Me And My Shadows

by Chris Colverson


Hello Brian!

The first thing we wanted to know about Brian in October 1961 was, of course, “Is he any good?” Well, see what you think…

Foot Tapper at the Final Tour O2 concert

Brian Bennett Esq. was standing in the pit in the Queen’s Theatre in the West End, where he had just agreed to take over from drummer Andy White in a show called Stop the World, I Want to Get Off. Suddenly the discussion about the show was interrupted by a phone call from his wife Margaret. It was September 1961 and Brian was then working the summer season in Yarmouth with Tommy Steele, but he had just accepted the London job to begin around Christmas, at a cushy twenty-five pounds a week. Excusing himself from the conversation with Andy, Brian took the call.

Bruce Welch has just called,” said Margaret, “and he’d like you to join the group – it’s The Shadows you know…”

When Brian later phoned Bruce to tell him that he couldn’t accept because he was currently with Tommy Steele and had just been offered a West End job, Bruce asked him what he’d be getting and said they’d double it! At fifty pounds a week, the offer proved irresistible. When Brian asked Bruce when he wanted to start, he said, “Tomorrow.” Says Brian, “Before I knew it, Peter Gormley was driving me up to Birmingham to join Hank, Bruce and Jet for an appearance on the TV show Thank Your Lucky Stars. I certainly thanked mine.”  

It was indeed the day after this conversation that Brian appeared on TV with The Shadows, miming to Kon-Tiki. Luckily, perhaps, for Brian, Thank Your Lucky Stars was “one of the pop shows on television that allowed groups and singers to mime to their records… Everyone did it,” says Bruce.

In his NME article in October, Tony had given Brian his blessing. saying: “I think The Shadows have secured a really fine drummer in Brian Bennett. I know him very well – he’s extremely capable and in close touch with the idiom. What’s more, he should have a good deal of fun with the boys.”

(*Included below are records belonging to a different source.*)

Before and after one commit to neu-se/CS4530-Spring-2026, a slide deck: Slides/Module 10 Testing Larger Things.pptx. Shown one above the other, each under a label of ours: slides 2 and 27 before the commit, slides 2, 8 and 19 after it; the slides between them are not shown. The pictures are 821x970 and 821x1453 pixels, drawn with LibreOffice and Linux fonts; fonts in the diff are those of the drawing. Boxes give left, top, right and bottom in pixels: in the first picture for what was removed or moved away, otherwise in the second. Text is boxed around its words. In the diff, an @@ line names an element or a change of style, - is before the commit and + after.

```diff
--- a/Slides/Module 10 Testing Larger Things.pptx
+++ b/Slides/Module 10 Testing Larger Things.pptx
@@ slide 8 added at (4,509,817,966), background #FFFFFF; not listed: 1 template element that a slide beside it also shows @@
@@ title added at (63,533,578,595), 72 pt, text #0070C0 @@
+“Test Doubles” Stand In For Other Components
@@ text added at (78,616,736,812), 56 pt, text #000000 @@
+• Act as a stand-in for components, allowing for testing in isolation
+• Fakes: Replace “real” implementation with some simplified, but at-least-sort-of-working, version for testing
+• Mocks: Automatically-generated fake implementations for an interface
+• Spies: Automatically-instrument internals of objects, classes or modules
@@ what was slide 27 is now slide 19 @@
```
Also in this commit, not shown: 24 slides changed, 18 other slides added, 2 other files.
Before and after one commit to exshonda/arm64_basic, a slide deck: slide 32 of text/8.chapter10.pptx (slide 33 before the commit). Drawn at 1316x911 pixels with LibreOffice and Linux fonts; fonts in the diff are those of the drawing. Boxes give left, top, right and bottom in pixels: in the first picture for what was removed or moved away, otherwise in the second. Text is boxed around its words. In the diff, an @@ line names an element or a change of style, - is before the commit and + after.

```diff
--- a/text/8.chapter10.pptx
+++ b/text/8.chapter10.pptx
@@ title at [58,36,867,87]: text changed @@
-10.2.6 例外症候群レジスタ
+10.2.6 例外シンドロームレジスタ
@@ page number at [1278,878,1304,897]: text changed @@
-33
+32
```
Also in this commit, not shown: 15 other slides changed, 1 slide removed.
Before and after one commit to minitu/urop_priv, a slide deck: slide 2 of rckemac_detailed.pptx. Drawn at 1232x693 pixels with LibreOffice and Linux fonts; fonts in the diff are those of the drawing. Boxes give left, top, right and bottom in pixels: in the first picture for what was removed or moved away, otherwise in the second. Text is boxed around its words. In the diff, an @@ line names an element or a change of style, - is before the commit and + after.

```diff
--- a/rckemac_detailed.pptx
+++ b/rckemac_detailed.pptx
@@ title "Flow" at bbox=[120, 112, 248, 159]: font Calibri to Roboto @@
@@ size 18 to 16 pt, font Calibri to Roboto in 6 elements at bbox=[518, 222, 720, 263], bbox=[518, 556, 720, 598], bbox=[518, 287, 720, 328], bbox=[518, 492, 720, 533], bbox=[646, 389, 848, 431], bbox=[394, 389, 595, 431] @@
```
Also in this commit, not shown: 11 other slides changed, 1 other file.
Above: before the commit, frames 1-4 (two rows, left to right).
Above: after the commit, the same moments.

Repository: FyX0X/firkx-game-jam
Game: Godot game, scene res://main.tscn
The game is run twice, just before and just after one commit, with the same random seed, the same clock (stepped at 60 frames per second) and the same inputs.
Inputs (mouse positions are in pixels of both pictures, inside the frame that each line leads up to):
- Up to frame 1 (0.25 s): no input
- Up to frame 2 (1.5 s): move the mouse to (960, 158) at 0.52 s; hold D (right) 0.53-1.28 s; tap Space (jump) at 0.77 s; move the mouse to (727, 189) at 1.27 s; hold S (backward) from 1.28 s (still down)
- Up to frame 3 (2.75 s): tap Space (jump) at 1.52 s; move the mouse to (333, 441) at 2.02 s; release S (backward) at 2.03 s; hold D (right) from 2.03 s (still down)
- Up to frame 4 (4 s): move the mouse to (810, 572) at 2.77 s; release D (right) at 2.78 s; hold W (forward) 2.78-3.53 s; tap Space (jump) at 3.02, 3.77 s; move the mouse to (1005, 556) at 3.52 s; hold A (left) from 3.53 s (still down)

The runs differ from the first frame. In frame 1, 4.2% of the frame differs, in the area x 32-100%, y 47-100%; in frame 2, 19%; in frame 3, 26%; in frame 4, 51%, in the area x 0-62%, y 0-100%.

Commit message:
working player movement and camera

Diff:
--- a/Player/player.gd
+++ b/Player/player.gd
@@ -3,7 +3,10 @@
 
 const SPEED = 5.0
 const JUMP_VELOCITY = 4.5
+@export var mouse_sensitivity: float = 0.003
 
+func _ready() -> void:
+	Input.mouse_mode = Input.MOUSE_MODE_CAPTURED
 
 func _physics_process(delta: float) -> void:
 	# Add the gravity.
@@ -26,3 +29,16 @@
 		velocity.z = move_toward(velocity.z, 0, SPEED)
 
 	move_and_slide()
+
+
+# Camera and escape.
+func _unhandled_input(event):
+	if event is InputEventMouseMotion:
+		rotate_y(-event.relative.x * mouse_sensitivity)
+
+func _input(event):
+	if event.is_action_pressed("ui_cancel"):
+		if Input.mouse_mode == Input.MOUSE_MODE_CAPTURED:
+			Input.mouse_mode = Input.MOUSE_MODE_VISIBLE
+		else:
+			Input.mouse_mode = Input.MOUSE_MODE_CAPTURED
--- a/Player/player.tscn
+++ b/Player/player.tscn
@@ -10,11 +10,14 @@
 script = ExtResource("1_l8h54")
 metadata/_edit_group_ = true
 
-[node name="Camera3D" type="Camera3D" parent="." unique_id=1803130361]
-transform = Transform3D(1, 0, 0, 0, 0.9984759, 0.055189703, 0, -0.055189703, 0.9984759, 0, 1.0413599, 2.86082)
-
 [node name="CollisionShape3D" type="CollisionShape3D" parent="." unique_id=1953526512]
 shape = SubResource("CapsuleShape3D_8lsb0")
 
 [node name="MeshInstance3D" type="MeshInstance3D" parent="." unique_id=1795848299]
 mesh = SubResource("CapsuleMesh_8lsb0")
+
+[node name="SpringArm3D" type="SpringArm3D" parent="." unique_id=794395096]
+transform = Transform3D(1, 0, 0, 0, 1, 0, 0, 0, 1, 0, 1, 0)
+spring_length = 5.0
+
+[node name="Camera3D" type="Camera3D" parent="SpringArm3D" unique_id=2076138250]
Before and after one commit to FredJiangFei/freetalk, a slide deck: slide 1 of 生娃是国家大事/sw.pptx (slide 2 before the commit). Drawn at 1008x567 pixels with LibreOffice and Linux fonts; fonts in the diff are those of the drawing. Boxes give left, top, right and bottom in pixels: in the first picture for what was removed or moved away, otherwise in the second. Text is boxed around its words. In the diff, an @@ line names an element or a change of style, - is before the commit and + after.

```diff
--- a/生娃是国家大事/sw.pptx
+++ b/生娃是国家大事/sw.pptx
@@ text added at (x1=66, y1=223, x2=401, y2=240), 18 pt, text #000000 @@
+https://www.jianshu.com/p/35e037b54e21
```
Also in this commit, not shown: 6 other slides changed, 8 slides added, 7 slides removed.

So how difficult was it to take over from Tony? The first few days couldn’t have been much fun!

Brian (2nd from left) at Cliff’s 21st Birthday party 12th Oct 1961

Says Brian: “I preferred to stay very much in the background in those early days; I’d hate talking on the radio as I’m a terrible speaker, and if a camera with a red light on it even looked as if was going to point in my direction, I’d feel uncomfortable!”

But even if he was a bit camera-shy, Brian found taking Tony’s place at the drum kit for the remainder of The Shadows’ summer season at Blackpool relatively easy.  On his website, drummer Mike Dolbear quotes Brian as saying:

“I just used my ears and had a passion to be good. Tony Meehan was one of the great drummers. He brought a lot to the band and was absolutely perfect for The Shadows. I liked his work and tried to be true to it, but over a period of time, without anyone noticing, I tactfully brought more of me to the table.”

Poor Brian! Thirty years later people would still come up to him in the street and call him “Tony” and he was always referred to as The Shadows’ “new boy”. But Brian came with excellent credentials, and wasn’t really that new. He had known the group since the days of the 2i’s, and had worked with numerous groups and artistes, including such stars as Gene Vincent, Eddie Cochran and Marty Wilde.

So, let’s take a closer look at the unassuming Brian, who inherited all this and must have felt just a little bit out of it.

Brian Bennett

Born: 9th February 1940, London

Height: 5ft 9ins.

Weight: 9½ stone

Eyes: Brown

Hair: Brown

Instruments: Drums, violin, piano

Although Brian sounded a bit posh, he wasn’t really! He started pulling his weight straight away by writing the B side of Wonderful Land, the humorous Stars Fell on Stockton; and he soon became a prolific composer of hits for both Cliff and The Shadows. 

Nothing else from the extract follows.